At this point, the first and second rotating antenna 62, 64 are made to rotate eccentrically to uniformly disperse the radiated microwaves through the openings of the first and second waveguides 42, 44 inside the cooking chamber 60 and to irradiate in a uniform way the microwaves on the food product to be transmitted, absorbed or reflected. As the microwaves reach the food product F, the microwaves are converted into thermal energy by molecular friction to heat and cook the food product.

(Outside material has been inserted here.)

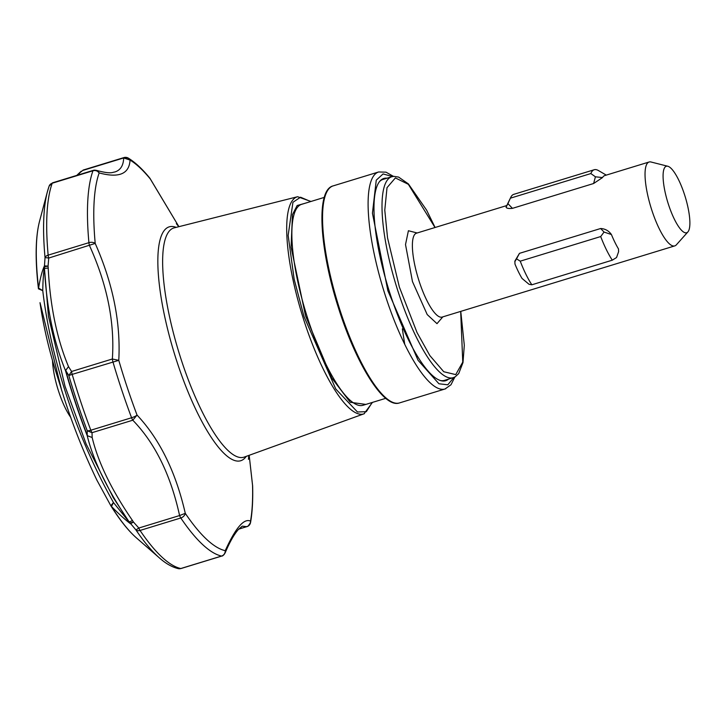 <?xml version="1.0" encoding="UTF-8"?>
<svg xmlns="http://www.w3.org/2000/svg" width="726" height="726" viewBox="0 0 726 726"><rect width="100%" height="100%" fill="white"/><g stroke="black" fill="none" stroke-linecap="round" stroke-linejoin="round"><path stroke-width="1.09" d="M242.248 526.15L246.731 526.677A5.254 1.379 73 0 0 246.913 526.668A5.254 1.379 73 0 0 246.949 526.649A5.254 1.379 73 0 0 246.976 526.64A5.254 5.173 58.7 0 0 248.11 526.132L238.645 529.2M36.772 270.862A178.614 46.927 73 0 0 38.451 288.839L36.772 270.862C35.392 250.098 36.336 233.509 39.585 221.112A179.83 47.244 73 0 0 38.587 288.077C40.166 278.357 42.108 270.961 44.422 265.888L48.061 266.124L48.733 258.048L45.03 257.558A5.254 3.149 -5.2 0 1 48.152 255.144L88.917 242.675A5.254 1.379 73 0 0 89.489 245.57C107.221 284.674 114.844 322.489 112.358 358.998A5.254 1.379 73 0 0 112.947 361.911A210.132 55.203 73 0 0 121.805 390.18A210.132 55.203 73 0 0 131.578 417.749A5.254 1.379 73 0 0 132.785 420.209C155.092 443.169 170.692 474.949 179.594 515.551L138.829 528.029L133.475 522.058L129.936 523.038L113.465 502.537L111.468 506.467A5.254 3.612 148 0 1 110.878 505.822A5.254 3.612 148 0 1 110.842 505.759L113.465 502.537C76.856 437.624 50.874 359.724 42.761 290.663L38.451 288.839A5.254 2.877 -6.8 0 1 38.587 288.077L42.761 290.663C42.898 281.425 43.442 273.457 44.413 266.76L44.458 268.402C46.618 307.624 53.624 341.683 65.485 370.578L65.685 370.46A204.024 53.597 73 0 0 75.931 403.611A204.024 53.597 73 0 0 87.483 435.772L92.166 437.506L92.02 432.678L87.247 430.763L87.202 435.645C93.509 461.191 107.43 489.859 128.965 521.631L135.934 529.935L138.829 528.029A5.254 1.379 73 0 0 140.036 530.452A5.254 3.848 146 0 1 135.934 529.935A207.89 54.613 73 0 0 159.484 557.985C165.855 563.621 172.135 567.178 178.333 568.639A5.254 5.009 -77.6 0 0 180.792 568.531L221.548 556.062A5.254 1.379 73 0 0 221.757 556.062A5.254 1.379 73 0 0 221.784 556.052A5.254 5.018 69.6 0 0 222.056 555.962L181.001 568.531A5.254 1.379 73 0 0 181.028 568.522M61.783 390.779L40.021 302.678C43.043 323.624 47.798 344.923 54.278 366.585L64.06 397.821C73.199 426.198 84.152 453.659 96.912 480.195L110.878 505.822C119.781 520.07 128.339 530.788 136.533 537.975A179.83 47.244 73 0 1 111.468 506.467C118.755 513.908 125.09 519.662 130.471 523.736L133.475 522.058L132.45 520.469C111.514 489.914 98.083 462.262 92.166 437.506L87.202 435.645A203.253 53.397 73 0 1 75.695 403.611A203.253 53.397 73 0 1 65.485 370.578L68.507 366.63L65.685 370.46L68.816 375.524L71.593 371.476A5.254 1.379 73 0 0 72.192 374.389L68.816 375.524A207.89 54.613 73 0 0 87.247 430.763A5.254 1.189 -20.6 0 0 90.823 430.219L131.578 417.749A5.254 1.189 -20.6 0 0 137.042 415.072C159.693 439.185 175.774 471.936 185.284 513.336A5.254 3.848 146 0 1 180.792 517.983L140.036 530.452A210.132 55.203 73 0 0 180.792 568.531A5.254 1.379 73 0 0 181.001 568.531L178.333 568.639M126.869 157.533A5.254 4.864 121.3 0 1 130.054 160.074A5.254 5.146 69.5 0 0 124.001 157.56A5.254 1.379 73 0 0 124.001 157.56A5.254 1.379 73 0 0 123.983 157.569A5.254 1.379 73 0 0 123.674 157.941C123.465 164.929 120.943 169.457 116.087 171.536L114.717 172.026C112.639 172.071 111.632 174.521 96.522 170.383L93.318 170.338A5.254 1.379 73 0 0 93.282 170.356A5.254 1.379 73 0 0 93.264 170.365A5.254 1.379 73 0 0 92.964 170.764L52.208 183.233A5.254 4.783 -160.3 0 0 49.15 186.065L47.408 191.691A207.89 54.613 73 0 0 45.03 257.558L44.413 266.76L48.061 266.124L48.215 268.048L44.458 268.402L48.433 316.128L65.031 386.286L86.131 443.976L113.456 497.945L128.965 521.631A5.254 1.134 -34.6 0 0 132.45 520.469M96.522 170.383L99.181 172.924A5.254 4.783 -160.3 0 0 92.964 170.764A210.132 55.203 73 0 0 88.917 242.675A5.254 3.149 -5.2 0 1 95.206 243.428L48.733 258.048A5.254 1.379 73 0 1 48.152 255.144A210.132 55.203 73 0 1 52.208 183.233A5.254 1.379 73 0 1 52.526 182.825A5.254 1.379 73 0 0 52.526 182.825L49.15 186.065M225.241 550.671A5.254 5.018 69.6 0 1 222.056 555.962C222.419 556.27 223.436 555.272 225.105 552.976L225.241 550.671A206.002 54.114 73 0 1 185.284 513.336L179.594 515.551A5.254 1.379 73 0 0 180.792 517.983A210.132 55.203 73 0 0 221.548 556.062A5.254 5.009 -77.6 0 0 225.241 550.671C235.578 527.893 244.009 518.037 250.534 521.114A5.254 4.501 9.9 0 1 250.552 522.538A5.254 4.501 9.9 0 1 250.27 523.473M238.7 529.127L246.731 526.677C249.29 525.715 250.561 523.863 250.534 521.114A206.002 54.114 73 0 0 252.548 485.322L252.63 485.903A5.254 3.675 178.4 0 0 252.548 485.322L249.181 455.302L252.584 485.485M460.765 311.381L464.304 345.258L462.988 362.592L458.705 373.591L455.211 376.821L453.242 377.674A105.061 27.597 -107 0 1 396.913 287.868A105.061 27.597 -107 0 1 391.768 176.745L382.911 179.458A105.061 27.597 73 0 0 382.239 179.694A105.061 27.597 73 0 0 379.589 181.509M387.04 178.197A105.751 27.779 73 0 0 383.137 178.705A105.751 27.779 73 0 0 380.016 180.992A105.751 27.779 73 0 0 388.183 287.714A105.751 27.779 73 0 0 441.127 380.733A105.751 27.779 73 0 0 446.363 380.469A105.751 27.779 73 0 0 448.514 379.126M52.535 360.486A39.422 10.355 73 0 0 58.116 389.762A39.422 10.355 73 0 0 70.858 417.55M687.903 231.912L676.351 244.844A43.869 11.525 -107 0 1 674.772 245.896A43.869 11.525 -107 0 1 651.258 208.398A43.869 11.525 -107 0 1 649.108 162.007A43.869 11.525 -107 0 1 650.995 161.998L667.811 166.254A34.766 9.129 -107 0 1 684.954 195.975A34.766 9.129 -107 0 1 687.903 231.912A34.766 9.129 -107 0 1 668.011 203.026A34.766 9.129 -107 0 1 667.811 166.254M649.108 162.007L604.758 175.574A43.869 11.525 73 0 0 602.516 177.571L593.614 183.515L512.438 208.353C508.481 208.725 506.358 208.298 506.067 207.082L510.759 197.354A52.535 13.803 -107 0 1 513.763 194.35L594.222 169.739A52.535 13.803 73 0 0 590.855 173.559L595.42 176.808L593.614 183.515M600.701 236.549L520.243 261.169L516.54 258.837L519.471 253.347L600.647 228.508L604.05 232.057L600.701 236.549A52.535 13.803 73 0 0 612.299 260.18L616.555 257.521L618.606 251.677L618.488 248.936L618.606 251.677M519.471 253.347L514.879 261.106L514.97 264.055A43.869 11.525 -107 0 0 522.039 278.439L529.036 284.302L531.849 284.792A52.535 13.803 -107 0 1 520.243 261.169M531.849 284.792L612.299 260.18M606.283 175.111L598.278 170.465A52.535 13.803 73 0 0 594.222 169.739M512.438 208.353L507.901 203.589L510.396 198.171A52.535 13.803 -107 0 1 510.759 197.354M510.396 198.171L590.855 173.559M600.647 228.508C605.185 228.772 608.778 230.777 611.428 234.543L604.05 232.057M611.428 234.543A43.869 11.525 73 0 0 618.488 248.936M514.816 261.714L516.54 258.837M602.516 177.571L595.42 176.808M506.095 207.219L507.901 203.589M440.491 380.551A105.061 27.597 73 0 0 444.394 380.388L453.242 377.674M404.718 344.269L402.349 328.869M77.546 174.63L83.254 170.029A5.254 1.379 73 0 0 83.227 170.038A5.254 1.379 73 0 0 82.918 170.41L123.674 157.941L130.054 160.074C129.246 173.977 118.955 178.26 99.181 172.924A206.002 54.114 73 0 0 95.206 243.428C112.966 283.648 120.825 322.616 118.774 360.332L72.192 374.389A210.132 55.203 73 0 0 90.823 430.219A5.254 1.379 73 0 0 92.02 432.678L132.785 420.209L137.042 415.072A206.002 54.114 73 0 1 127.449 388.047A206.002 54.114 73 0 1 123.03 374.389A206.002 54.114 73 0 1 118.774 360.332L112.358 358.998L71.593 371.476L68.507 366.63C56.882 338.77 50.112 305.909 48.215 268.048M78.136 174.984L79.379 173.668L77.364 174.812L81.176 171.245M112.784 496.811L113.447 497.927M150.146 178.632L178.905 226.675L150.336 179.023A5.254 4.265 -39.3 0 0 149.792 178.097L150.336 179.023A206.002 54.114 73 0 0 130.054 160.074M173.006 228.263A119.844 31.481 73 0 0 179.64 354.751A119.844 31.481 73 0 0 244.29 457.062L364.044 413.802A113.519 29.82 -107 0 1 302.806 316.89A113.519 29.82 -107 0 1 296.526 197.082A113.519 29.82 -107 0 1 297.624 196.719L174.167 227.873A119.844 31.481 73 0 0 173.006 228.263M246.25 456.355A122.295 32.125 -107 0 1 175.184 356.176A122.295 32.125 -107 0 1 176.191 227.365M372.202 402.476L366.321 411.678L357.464 411.987L335.775 389L303.985 316.5L294.148 279.165L288.149 235.424L292.941 202.291L300.546 197.209L310.728 201.538M364.398 413.666A113.519 29.82 -107 0 1 364.044 413.802L372.447 402.404M324.286 197.39L301.617 204.333A105.061 27.597 73 0 0 300.945 204.569A105.061 27.597 73 0 0 306.762 315.456A105.061 27.597 73 0 0 363.091 405.262L386.259 398.175M304.385 203.48L297.152 205.522L292.451 214.633L291.09 247.158L305.537 315.855L331.646 377.838L350.25 402.286L365.868 404.418M93.264 170.365A5.254 4.964 66.1 0 1 99.181 172.924M250.534 521.114A5.254 5.173 58.7 0 1 248.11 526.132L250.552 522.538C252.33 512.238 253.029 500.023 252.63 485.903M399.481 402.921A113.465 29.811 -107 0 1 338.643 305.927A113.465 29.811 -107 0 1 332.363 186.174A113.465 29.811 -107 0 1 333.08 185.91L378.645 171.971A113.465 29.811 -107 0 0 377.919 172.234A113.465 29.811 -107 0 0 384.199 291.988A113.465 29.811 -107 0 0 445.038 388.982L399.481 402.921C383.609 408.883 355.522 362.955 337.899 306.136C319.286 247.466 315.991 189.858 333.08 185.91M453.959 377.42L447.77 384.807L438.921 383.764L418.067 360.314L387.875 290.772L372.438 213.208L376.259 180.166L383.074 173.941L392.494 176.554M445.764 388.719A113.465 29.811 -107 0 1 445.038 388.982L450.982 384.762L454.866 377.012M460.674 311.409L462.761 362.111L455.737 374.607L443.767 371.739L429.856 355.586L417.033 332.553L399.364 287.06L387.539 237.838L384.78 210.159L387.012 187.671L395.38 177.924L408.366 184.322L435.01 227.519M417.16 232.973L408.402 230.732L405.516 244.553L412.477 281.606L427.215 314.576L436.988 323.66L442.833 316.863M416.016 233.364L416.461 233.191A43.869 11.525 73 0 0 418.603 279.583A43.869 11.525 73 0 0 442.125 317.08L441.662 317.18M52.59 182.807A5.254 1.379 73 0 0 52.553 182.816L93.318 170.338M83.29 170.02A5.254 1.379 73 0 0 83.254 170.029L124.019 157.56L128.284 158.096C135.236 162.379 142.405 169.049 149.792 178.097M49.041 186.41A207.89 54.613 73 0 0 47.408 191.691L39.585 221.112M248.8 455.438L248.446 459.322M506.775 205.558L416.461 233.191M674.772 245.896L442.125 317.08M435.101 227.492L426.616 210.15L408.384 183.896L398.61 177.09L393.891 176.354L391.768 176.745M393.483 176.391L385.996 172.162L378.645 171.971M136.533 537.975L159.484 557.985M76.829 175.383L77.364 174.812M225.105 552.976C229.625 542.249 234.044 534.436 238.355 529.526L242.266 526.141M178.814 226.703L176.345 223.672M310.964 201.465L297.624 196.719"/></g></svg>

Although the microwave dispersion device of the microwave oven thus described includes the motor shaft 111 projecting slightly below the rotary motor 110 to be inserted into the multi-angle groove 122 formed at a predetermined depth on the first pulley 120 for the prevention of free running and the pulley shaft 124 protruding deeply under the first pulley 120 to be mounted on top of the first feeder 56 for preventing free running, the effective range of the present invention is not limited to the present embodiments. It is evident that the variants of the microwave oven in Figures 6 and 7 having the motor shaft 112 inserted deeply under the rotating motor 110 and the multi-angle hole 125 formed in the first pulley 120 to cause the motor shaft 112 mounted directly on the first power supply 56, are included in the scope of the present invention.

Claims (4)

CLAIMS 1. Microwave dispersing device for a microwave oven having dispersing means for uniformly dispersing the microwaves generated by the oscillation of a magnetron in a cooking chamber via first and second waveguides, the device comprising: a rotating motor mounted on a first wave guide; first and second pulleys installed at the first and second waveguides to be rotated in conjunction with the rotary drive motor; a belt positioned between the first and second pulleys to rotate the two pulleys simultaneously; first and second feeders arranged to be rotated successively by rotation of the first and second pulleys; And first and second rotating antenna rotatably installed to uniformly disperse microwaves in the cooking chamber via the first and second waveguides when the antennas are rotated eccentrically by the energy of the first and second power supplies. A device as defined in claim 1, wherein the first pulley is formed in its upper center with a multi-angle groove at a predetermined depth to prevent free sliding of the rotating motor shaft. 3. Device as defined in claim 1, wherein the first and second pulleys comprise: belt connecting grooves, each formed around the middle portion of the first and second pulleys at a predetermined depth for communication by the belt; And a pulley shaft integrally and centrally formed below to be coupled to the first and second feeders via the first and second waveguides so as not to slide freely. 4. A device as defined in claim 1, wherein the first pulley is centrally formed with a multi-angle bore to allow the rotating motor shaft to penetrate therethrough for direct mounting on the first power supply.